Data to use:
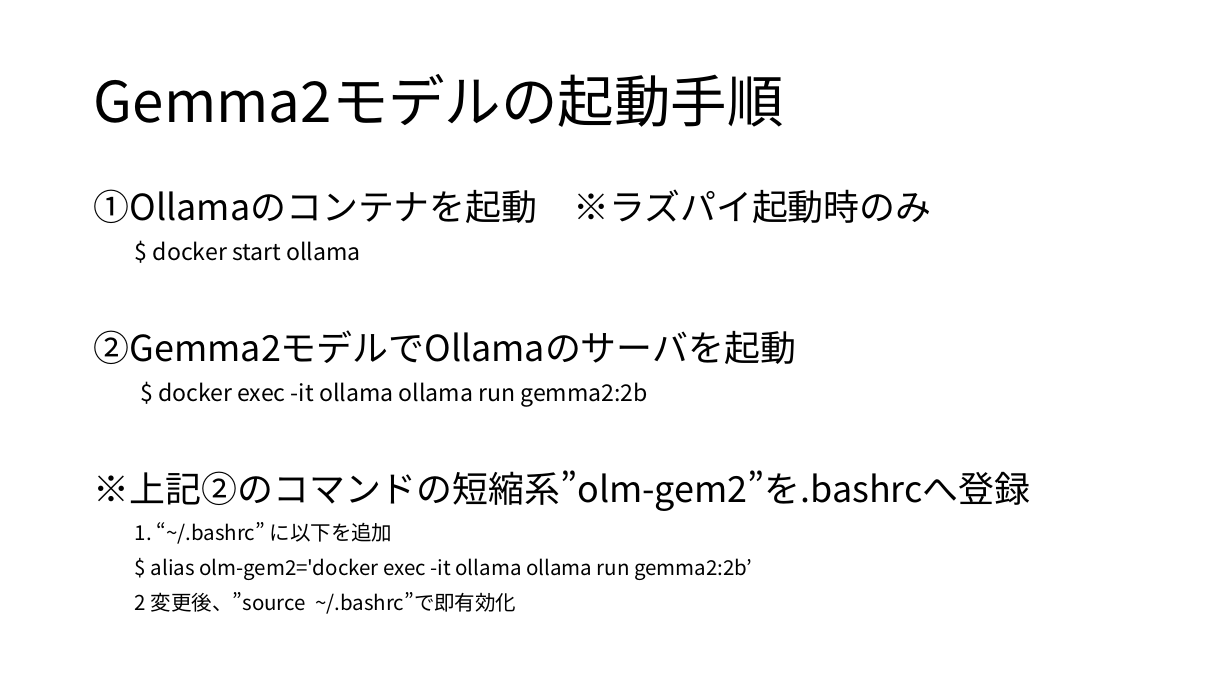
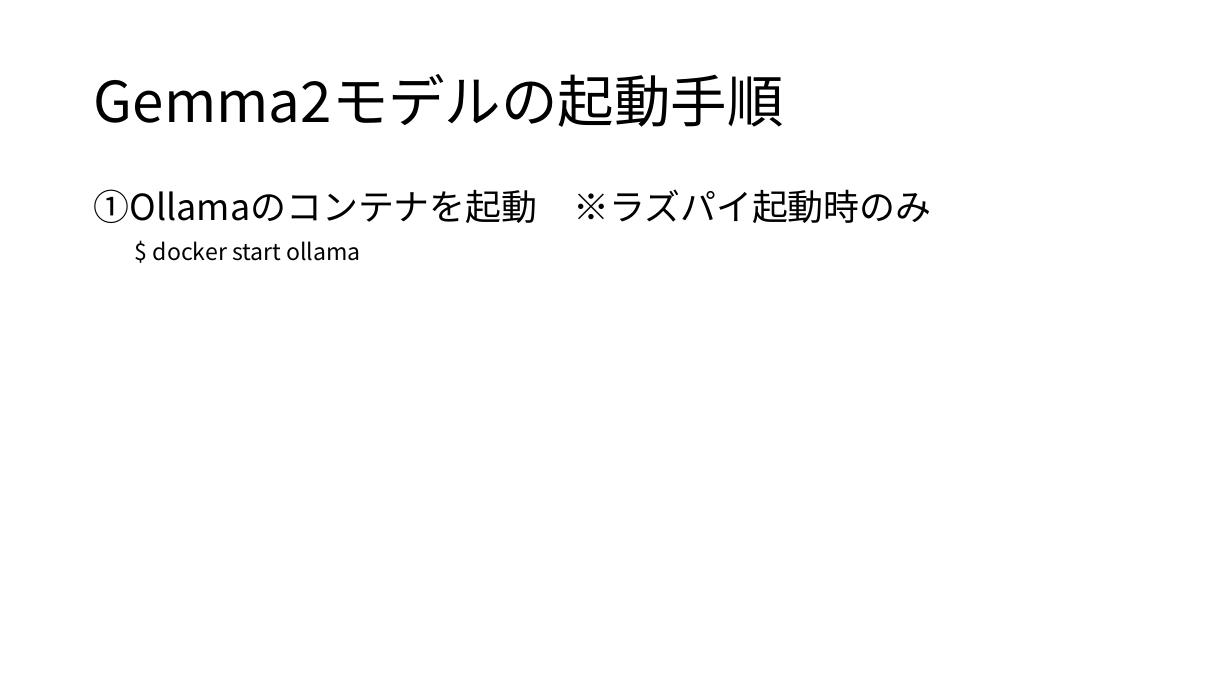
Before and after one commit to koga-miko/misc, a slide deck: slide 5 of raspberry-pi-report/ラズパイ5でローカルLLMを動かす.pptx. Drawn at 1232x693 pixels with LibreOffice and Linux fonts; fonts in the diff are those of the drawing. Boxes give left, top, right and bottom in pixels: in the first picture for what was removed or moved away, otherwise in the second. Text is boxed around its words. In the diff, an @@ line names an element or a change of style, - is before the commit and + after.

Commit message:
update .pptx

```diff
--- a/raspberry-pi-report/ラズパイ5でローカルLLMを動かす.pptx
+++ b/raspberry-pi-report/ラズパイ5でローカルLLMを動かす.pptx
@@ text at [94,330,1031,614]: paragraphs removed @@
-②Gemma2モデルでOllamaのサーバを起動
-$ docker exec -it ollama ollama run gemma2:2b
-※上記②のコマンドの短縮系”olm-gem2”を.bashrcへ登録
-1. “~/.bashrc” に以下を追加
-$ alias olm-gem2='docker exec -it ollama ollama run gemma2:2b’
-2 変更後、”source ~/.bashrc”で即有効化
```
Also in this commit, not shown: 5 other slides changed.

Goal of the exercise:
The word is "raspberry". Copy every line above where it appears.

Problem solution:
Before and after one commit to koga-miko/misc, a slide deck: slide 5 of raspberry-pi-report/ラズパイ5でローカルLLMを動かす.pptx. Drawn at 1232x693 pixels with LibreOffice and Linux fonts; fonts in the diff are those of the drawing. Boxes give left, top, right and bottom in pixels: in the first picture for what was removed or moved away, otherwise in the second. Text is boxed around its words. In the diff, an @@ line names an element or a change of style, - is before the commit and + after.
--- a/raspberry-pi-report/ラズパイ5でローカルLLMを動かす.pptx
+++ b/raspberry-pi-report/ラズパイ5でローカルLLMを動かす.pptx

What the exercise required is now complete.